Klingt gut, aber wie funktioniert das konkret? Welche Modelle gibt es, was kostet es, und was müssen Eigentümer beachten? Diese Seite beantwortet die wichtigsten Fragen mit Erfahrungen aus der Praxis - kein Vorwissen erforderlich.
Was bedeutet Photovoltaik im Mehrfamilienhaus eigentlich?
Beim Einfamilienhaus ist es simpel: Anlage aufs Dach, Strom ins Haus, Rest ins Netz. Im Mehrfamilienhaus wird es etwas komplexer – aber das Grundprinzip bleibt dasselbe. Die PV-Anlage erzeugt Solarstrom, der im Gebäude genutzt werden kann: für den Allgemeinstrom (Treppenhaus, Tiefgarage, Aufzug) oder direkt für die Wohnungen der Mieter. Letzteres nennt sich Mieterstrom – und ist in den meisten Fällen für Mietshäusern die wirtschaftlich attraktivste Lösung.
Der entscheidende Unterschied zum Einfamilienhaus: Mehrere Parteien beziehen Strom aus derselben Anlage. Das erfordert eine saubere Messtechnik, eine klare Vertragsstruktur und – je nach Modell – eine Abrechnung gegenüber den Mietern. Klingt aufwendig, ist es mit dem richtigen Partner aber nicht. Aus unserer Erfahrung mit über 2.000 umgesetzten Mieterstromprojekten wissen wir: Die häufigste Sorge von Eigentümern ist der vermeintliche Verwaltungsaufwand – und genau der lässt sich mit der richtigen Lösung auf ein Minimum reduzieren.

Welche PV-Modelle gibt es für's Mehrfamilienhaus?

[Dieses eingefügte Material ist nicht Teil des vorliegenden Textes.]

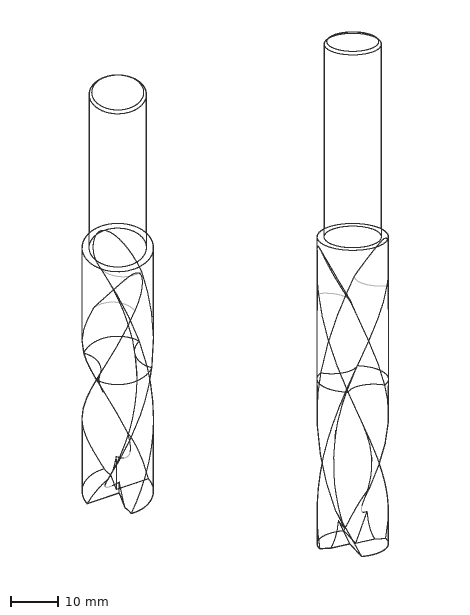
import cadquery as cq
import math

total_length = 115.0
body_radius = 7.6
shank_radius = 6.1
shank_chamfer = 0.6
shoulder_height = 70.3
tip_height = 37.7

flute_count = 2
flute_pitch = 112.2
flute_start_angle = -86.3
flute_radius = 5.5
web_radius = 4.0
flute_offset = web_radius + flute_radius
flute_end_height = 58.2
runout_length = 12.1
runout_side_slope = 0.7
runout_outward_slope = 0.11

gash_height = 15.0
gash_root = (0.5, -0.5)
gash_rim_point = (-5.1, -5.6)
gash_flute_point = (2.3, -3.5)
gash_lean = (0.16, -0.52)
gash_reach = 2.0 * body_radius


def twist_at(height):
    """Degrees the flutes have turned at a height above the bottom end."""
    return 360.0 * height / flute_pitch


def flute_angles():
    """Direction of each flute at the bottom end."""
    return [flute_start_angle + 360.0 * i / flute_count for i in range(flute_count)]


def helical_flute(angle, bottom, top):
    """Helical groove cutter between two heights; angle is its direction at height zero."""
    return (
        cq.Workplane("XY")
        .pushPoints([(flute_offset, 0)])
        .circle(flute_radius)
        .twistExtrude(top - bottom, twist_at(top - bottom))
        .rotate((0, 0, 0), (0, 0, 1), angle + twist_at(bottom))
        .translate((0, 0, bottom))
    )


def flute_runout(angle):
    """Slanted round cutter that carries the groove out through the side of the body."""
    shift_out = runout_outward_slope * runout_length
    shift_side = runout_side_slope * runout_length
    return (
        cq.Workplane("XY")
        .center(flute_offset, 0)
        .circle(flute_radius)
        .workplane(offset=runout_length)
        .center(shift_out, shift_side)
        .circle(flute_radius)
        .loft(ruled=True)
        .rotate((0, 0, 0), (0, 0, 1), angle + twist_at(flute_end_height))
        .translate((0, 0, flute_end_height))
    )


def gash_face_end(start, through):
    """Point at the gash reach from start, in the direction of the second point."""
    run_x = through[0] - start[0]
    run_y = through[1] - start[1]
    scale = gash_reach / math.hypot(run_x, run_y)
    return (start[0] + run_x * scale, start[1] + run_y * scale)


def gash():
    """V-section cutter that leans outward as it rises from the bottom face."""
    outline = [
        gash_face_end(gash_root, gash_rim_point),
        gash_root,
        gash_face_end(gash_root, gash_flute_point),
    ]
    return (
        cq.Workplane("XY")
        .polyline(outline)
        .close()
        .workplane(offset=gash_height)
        .center(gash_lean[0] * gash_height, gash_lean[1] * gash_height)
        .polyline(outline)
        .close()
        .loft(ruled=True)
    )


def make_tip():
    """Cutting tip: the lower fluted body, with a gash at each flute."""
    tip = cq.Workplane("XY").circle(body_radius).extrude(tip_height)
    for angle in flute_angles():
        tip = tip.cut(helical_flute(angle, 0, tip_height))
    for i in range(flute_count):
        tip = tip.cut(gash().rotate((0, 0, 0), (0, 0, 1), 360.0 * i / flute_count))
    return tip


def make_shank():
    """Shank: the upper fluted body and the plain chamfered stem above its shoulder."""
    shank = (
        cq.Workplane("XY", origin=(0, 0, tip_height))
        .circle(body_radius)
        .extrude(shoulder_height - tip_height)
        .faces(">Z")
        .workplane()
        .circle(shank_radius)
        .extrude(total_length - shoulder_height)
        .faces(">Z")
        .chamfer(shank_chamfer)
    )
    for angle in flute_angles():
        shank = shank.cut(helical_flute(angle, tip_height, flute_end_height))
        shank = shank.cut(flute_runout(angle))
    return shank


tip = make_tip()
shank = make_shank()
result = cq.Compound.makeCompound([tip.val(), shank.val()])
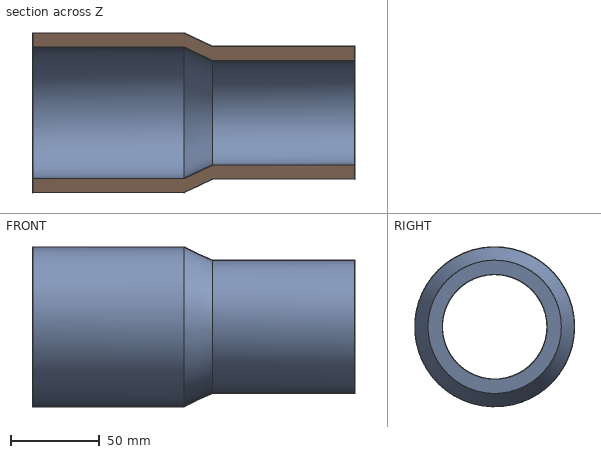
import cadquery as cq

total_length = 181.0
large_length = 85.0
small_length = 80.0
large_outer_diameter = 90.0
large_bore_diameter = 73.7
small_outer_diameter = 75.0
small_bore_diameter = 58.6

large_end = -total_length / 2
taper_start = large_end + large_length
small_end = total_length / 2
taper_end = small_end - small_length


def stepped_solid(large_diameter, small_diameter):
    """Solid of revolution about X: large cylinder, taper, small cylinder."""
    large_radius = large_diameter / 2
    small_radius = small_diameter / 2
    return (
        cq.Workplane("XY")
        .moveTo(large_end, 0)
        .lineTo(large_end, large_radius)
        .lineTo(taper_start, large_radius)
        .lineTo(taper_end, small_radius)
        .lineTo(small_end, small_radius)
        .lineTo(small_end, 0)
        .close()
        .revolve(360, (0, 0, 0), (1, 0, 0))
    )


outer_body = stepped_solid(large_outer_diameter, small_outer_diameter)
bore = stepped_solid(large_bore_diameter, small_bore_diameter)

result = outer_body.cut(bore)
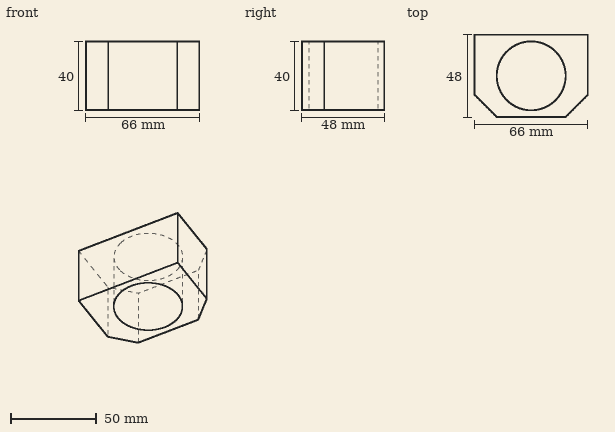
import cadquery as cq

width = 66.0
depth = 48.0
height = 40.0

bore_diameter = 40.0

front_face_width = bore_diameter
corner_chamfer = (width - front_face_width) / 2


def make_block():
    """Rectangular block with its two front vertical edges chamfered."""
    block = cq.Workplane("XY").box(width, depth, height)
    return block.faces("<Y").edges("|Z").chamfer(corner_chamfer)


def drill_bore(block):
    """Cut the round bore through the full height of the block."""
    return block.faces(">Z").workplane(origin=(0, 0, 0)).hole(bore_diameter)


result = drill_bore(make_block())
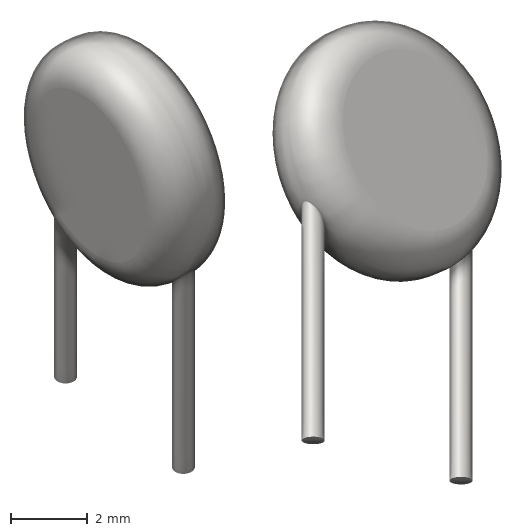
import cadquery as cq

total_height = 12.0
disc_diameter = 6.9
disc_thickness = 2.3
rim_radius = 1.0

lead_diameter = 0.6
lead_spacing = 5.0

lead_length = total_height - disc_diameter / 2


def make_disc():
    """Upright disc, its axis along Y, with both rims rounded."""
    return (
        cq.Workplane("XZ")
        .circle(disc_diameter / 2)
        .extrude(disc_thickness / 2, both=True)
        .edges()
        .fillet(rim_radius)
    )


def make_leads():
    """Two straight round leads running down from mid-height of the disc."""
    return (
        cq.Workplane("XY")
        .pushPoints([(side * lead_spacing / 2, 0) for side in (-1, 1)])
        .circle(lead_diameter / 2)
        .extrude(-lead_length)
    )


result = make_disc().union(make_leads())

Nicht jede PV-Anlage auf einem Mietshaus funktioniert gleich. Je nach Gebäude, Eigentümerstruktur und Ziel gibt es verschiedene Wege, den erzeugten Solarstrom zu nutzen:

Mieterstrom
Im Mieterstrommodell verkaufst du den Solarstrom direkt an deine Mieter, zu einem günstigeren als Netzstrom, aber mit einer Gewinn-Marge für dich. Der staatlich geförderte Mieterstromzuschlag macht dieses Modell besonders wirtschaftlich. Nicht verbrauchter Strom wird vergütet ins Netz eingespeist. Aus unserer Praxiserfahrung können wir sagen: Mieterstrom ist das Modell, das sich für die meisten Mehrfamilienhäuser am stärksten rechnet.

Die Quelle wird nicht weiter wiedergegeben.